Ans: Yes I need to buy, 23” above - LED – 1920*1080.

7. *Which components you DON'T want to buy or which components you already have and plan on reusing?*
Ans: HDD: - Seagate 80 GB HDD, Seagate 500 GB Portable., 
SPEAKER: - Frontech 4.1 JIL-1867 (I would like to buy new as i mentioned in my earlier post but can drop too if necessary).

8. *When are you planning to buy the system?*
Ans: No hurry, I’m waiting as soon as the prices get down.

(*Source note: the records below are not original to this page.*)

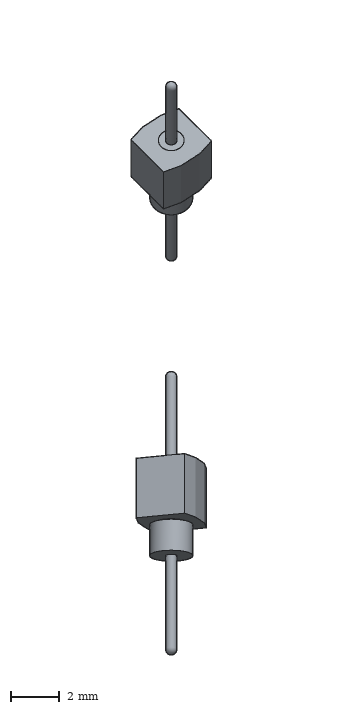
import cadquery as cq

housing_size = 2.54
housing_end_width = 2.14
housing_side_flat = 0.98

wire_diameter = 0.47
wire_radius = wire_diameter / 2
upper_pin_length = 3.90
tail_length = 4.22

plug_diameter = 1.06
neck_diameter = 1.36
neck_height = 0.08
flange_diameter = 1.78
flange_height = 1.32

housing_bottom = 0.0
housing_top = housing_bottom + housing_size
flange_top = housing_bottom - neck_height
flange_bottom = flange_top - flange_height
tail_tip = flange_bottom - tail_length
pin_tip = housing_top + upper_pin_length
socket_floor = housing_bottom


def cylinder(diameter, bottom, top):
    """Solid round bar on the Z axis between two heights."""
    return cq.Workplane("XY").workplane(offset=bottom).circle(diameter / 2).extrude(top - bottom)


def domed_wire(base, tip):
    """Round wire on the Z axis with a flat base and a hemispherical tip, pointing up or down."""
    direction = 1 if tip > base else -1
    dome_start = tip - direction * wire_radius
    shaft = cylinder(wire_diameter, min(base, dome_start), max(base, dome_start))
    dome = cq.Workplane("XY").sphere(wire_radius).translate((0, 0, dome_start))
    return shaft.union(dome)


def make_housing():
    """Bevelled block with a through hole for the terminal plug."""
    half = housing_size / 2
    half_end = housing_end_width / 2
    half_flat = housing_side_flat / 2
    outline = [
        (half, -half_flat),
        (half, half_flat),
        (half_end, half),
        (-half_end, half),
        (-half, half_flat),
        (-half, -half_flat),
        (-half_end, -half),
        (half_end, -half),
    ]
    base_plane = cq.Workplane("XY").workplane(offset=housing_bottom)
    block = base_plane.polyline(outline).close().extrude(housing_size)
    return block.cut(cylinder(plug_diameter, housing_bottom, housing_top))


def make_upper_pin():
    """Straight pin standing in the terminal's socket."""
    return domed_wire(socket_floor, pin_tip)


def make_terminal():
    """Plug, neck, flange and tail in one piece, with a blind socket for the upper pin."""
    plug = cylinder(plug_diameter, housing_bottom, housing_top)
    neck = cylinder(neck_diameter, flange_top, housing_bottom)
    flange = cylinder(flange_diameter, flange_bottom, flange_top)
    tail = domed_wire(flange_bottom, tail_tip)
    socket = cylinder(wire_diameter, socket_floor, housing_top)
    return flange.union(neck).union(plug).union(tail).cut(socket)


housing = make_housing()
terminal = make_terminal()
upper_pin = make_upper_pin()

result = cq.Compound.makeCompound([housing.val(), terminal.val(), upper_pin.val()])
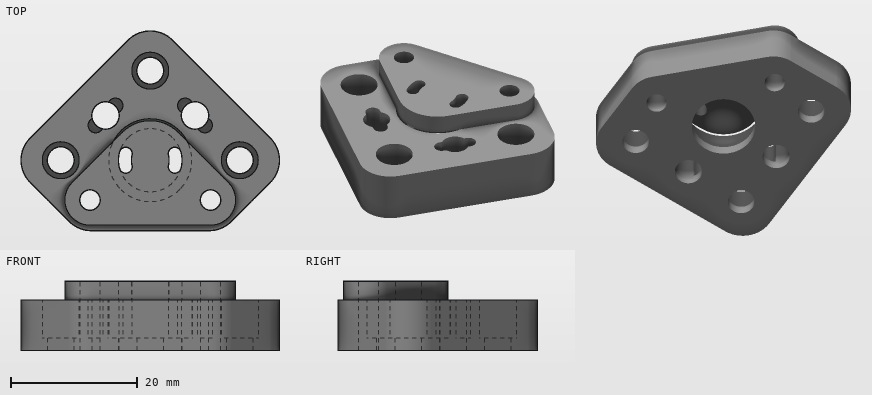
import cadquery as cq
import math

WIDTH = 40.8
DEPTH = 31.55
BASE_HEIGHT = 8.0
PLATE_THICKNESS = 3.0

BASE_CORNER_RADIUS = 5.0
BASE_BACK = WIDTH / 2
BASE_FRONT = BASE_BACK - DEPTH
BASE_APEX = WIDTH / 2 + BASE_CORNER_RADIUS * (math.sqrt(2) - 1)

BORE_DIAMETER = 10.0
BORE_RECESS_DIAMETER = 13.1

MOUNT_OFFSET = 14.12
MOUNT_DIAMETER = 4.2
MOUNT_HEAD_DIAMETER = 5.85

CROSS_OFFSET = MOUNT_OFFSET / 2
CROSS_DIAMETER = 4.3
CROSS_SLOT_LENGTH = 6.78
CROSS_SLOT_WIDTH = 2.35

RECESS_DEPTH = 6.0

SCREW_X = 9.5
SCREW_Y = -6.3
SCREW_DIAMETER = 3.2
PLATE_CORNER_RADIUS = 3.95
PLATE_BACK_RADIUS = 6.25

ARC_SLOT_RADIUS = 4.0
ARC_SLOT_WIDTH = 2.0
ARC_SLOT_HALF_ANGLE = 15

SCREW_POINTS = [(-SCREW_X, SCREW_Y), (SCREW_X, SCREW_Y)]
MOUNT_POINTS = [(-MOUNT_OFFSET, 0), (0, MOUNT_OFFSET), (MOUNT_OFFSET, 0)]


def cylinders(points, diameter, bottom, height):
    """Upright cylinders, used to cut holes."""
    plane = cq.Workplane("XY").workplane(offset=bottom)
    return plane.pushPoints(points).circle(diameter / 2).extrude(height)


def cross_slot(side):
    """Blind slot lying across one of the diagonal holes; side is -1 or 1 along X."""
    return (
        cq.Workplane("XY")
        .workplane(offset=BASE_HEIGHT - RECESS_DEPTH)
        .center(side * CROSS_OFFSET, CROSS_OFFSET)
        .slot2D(CROSS_SLOT_LENGTH, CROSS_SLOT_WIDTH, -side * 45)
        .extrude(RECESS_DEPTH)
    )


def make_base():
    front_half_width = BASE_APEX + BASE_FRONT
    base = (
        cq.Workplane("XY")
        .polyline([
            (0, BASE_APEX),
            (-BASE_APEX, 0),
            (-front_half_width, BASE_FRONT),
            (front_half_width, BASE_FRONT),
            (BASE_APEX, 0),
        ])
        .close()
        .extrude(BASE_HEIGHT)
        .edges("|Z")
        .fillet(BASE_CORNER_RADIUS)
    )
    recess_floor = BASE_HEIGHT - RECESS_DEPTH

    base = base.cut(cylinders([(0, 0)], BORE_DIAMETER, 0, BASE_HEIGHT))
    base = base.cut(cylinders([(0, 0)], BORE_RECESS_DIAMETER, recess_floor, RECESS_DEPTH))

    base = base.cut(cylinders(MOUNT_POINTS, MOUNT_DIAMETER, 0, BASE_HEIGHT))
    base = base.cut(cylinders(MOUNT_POINTS, MOUNT_HEAD_DIAMETER, recess_floor, RECESS_DEPTH))

    for side in (-1, 1):
        hole_point = (side * CROSS_OFFSET, CROSS_OFFSET)
        base = base.cut(cylinders([hole_point], CROSS_DIAMETER, 0, BASE_HEIGHT))
        base = base.cut(cross_slot(side))

    return base.cut(cylinders(SCREW_POINTS, SCREW_DIAMETER, 0, BASE_HEIGHT))


def arc_slot(middle_angle):
    """Curved slot with round ends, centred on the given angle in degrees."""
    def point(radius, angle):
        radians = math.radians(middle_angle + angle)
        return (radius * math.cos(radians), radius * math.sin(radians))

    inner = ARC_SLOT_RADIUS - ARC_SLOT_WIDTH / 2
    outer = ARC_SLOT_RADIUS + ARC_SLOT_WIDTH / 2
    end = ARC_SLOT_HALF_ANGLE
    slot = (
        cq.Workplane("XY")
        .workplane(offset=BASE_HEIGHT)
        .moveTo(*point(outer, -end))
        .threePointArc(point(outer, 0), point(outer, end))
        .lineTo(*point(inner, end))
        .threePointArc(point(inner, 0), point(inner, -end))
        .close()
        .extrude(PLATE_THICKNESS)
    )
    end_points = [point(ARC_SLOT_RADIUS, -end), point(ARC_SLOT_RADIUS, end)]
    return slot.union(cylinders(end_points, ARC_SLOT_WIDTH, BASE_HEIGHT, PLATE_THICKNESS))


def make_plate():
    front = SCREW_Y - PLATE_CORNER_RADIUS
    apex = SCREW_X + SCREW_Y + PLATE_CORNER_RADIUS * math.sqrt(2)
    half_width = apex - front
    plate = (
        cq.Workplane("XY")
        .workplane(offset=BASE_HEIGHT)
        .polyline([(-half_width, front), (half_width, front), (0, apex)])
        .close()
        .extrude(PLATE_THICKNESS)
    )
    plate = plate.edges("|Z and <Y").fillet(PLATE_CORNER_RADIUS)
    plate = plate.edges("|Z and >Y").fillet(PLATE_BACK_RADIUS)

    plate = plate.cut(cylinders(SCREW_POINTS, SCREW_DIAMETER, BASE_HEIGHT, PLATE_THICKNESS))
    for middle_angle in (0, 180):
        plate = plate.cut(arc_slot(middle_angle))
    return plate


base = make_base()
plate = make_plate()
result = cq.Compound.makeCompound([base.val(), plate.val()])

9. *Have you ever built a desktop before or will this be done by an assembler?*
Ans: Yes, many times.

10. *Where do you live? Are you buying locally? Are you open to buying stuff from online shops if you don't get locally?*
Ans: Bhopal, I can buy locally if it’s in reasonable price & if not than INDORE / MUMBAI, and would like to consider online for minor components.

11. *Anything else which you would like to say?*
Ans: Yes, My preferred config. Is below & things to be taken in consideration are below the table:-



*COMPONENT*
*MAKE *
:-	
*PRICE*
 :-
Processor	Intel Core i5 2500k	12,700
Monitor	Dell ST2320L	9,800
Motherboard	MSI Z68A-GD55(B3)	10,000
Graphic Card	MSI R6950 Twin Frozer III/OC 2gb	16,200
Speakers	Logitech Z506	4,700
RAM	Gskill Ripjaws X F3-12800CL9S-8GBXL(4*2)	2,800
Case	Cooler Master HAF 912 Advanced	5,500
UPS	APC 1.1KVA	5,250
PSU	SeaSonic S12 620w	4,710
Keyboard	Logitech Media Keyboard K200	400
Mouse	Razer Deathadder	1,900
Mouse Pad	Razer Goliathus Fragged S - Control	591
DVD Writer	ASUS 24X Sata Black DVD	1,147
Printer	Canon MP287	3,299
CPU Cooler	Cooler Master Hyper 212 Plus	2,000
Other	Cooler Master IC value 1 Thermal Compound	150
TOTAL	(Tax + Shipping)	81,147

-I would strictly like to stick with *INTEL* based machines. (No personal matters)
-I’ll be using both Windows & Linux as *dual boot*.
-I need more HDD, but not now as the price for this particular item is really not acceptable, so *i’ll buy later in mid 2012* and a USB 3.0 cable is required for *Seagate Go-Flex*.
-For monitors I already mentioned the specs, few more are [*16:9 – Antiglare (matte) – prefer Wall mount – Looks not necessary*]
-The speakers i have is not enough for gaming & movies, so i need a new one [Logitech Z506], but in case I can unmark it if something *heavily worth* is in place instead. 
-Mid Tower ATX cabinet [*Greater airflow + Looks*]
-I can go for CFX/SLI if it’s better & *under 25k + PSU* only if CFX is really better than single 6950/6970 else it's OK.
-Everyone who knows reasonable & material availability shops in *BHOPAL/INDORE* please notify me., and the last option is *MUMBAI*(Please post the address too).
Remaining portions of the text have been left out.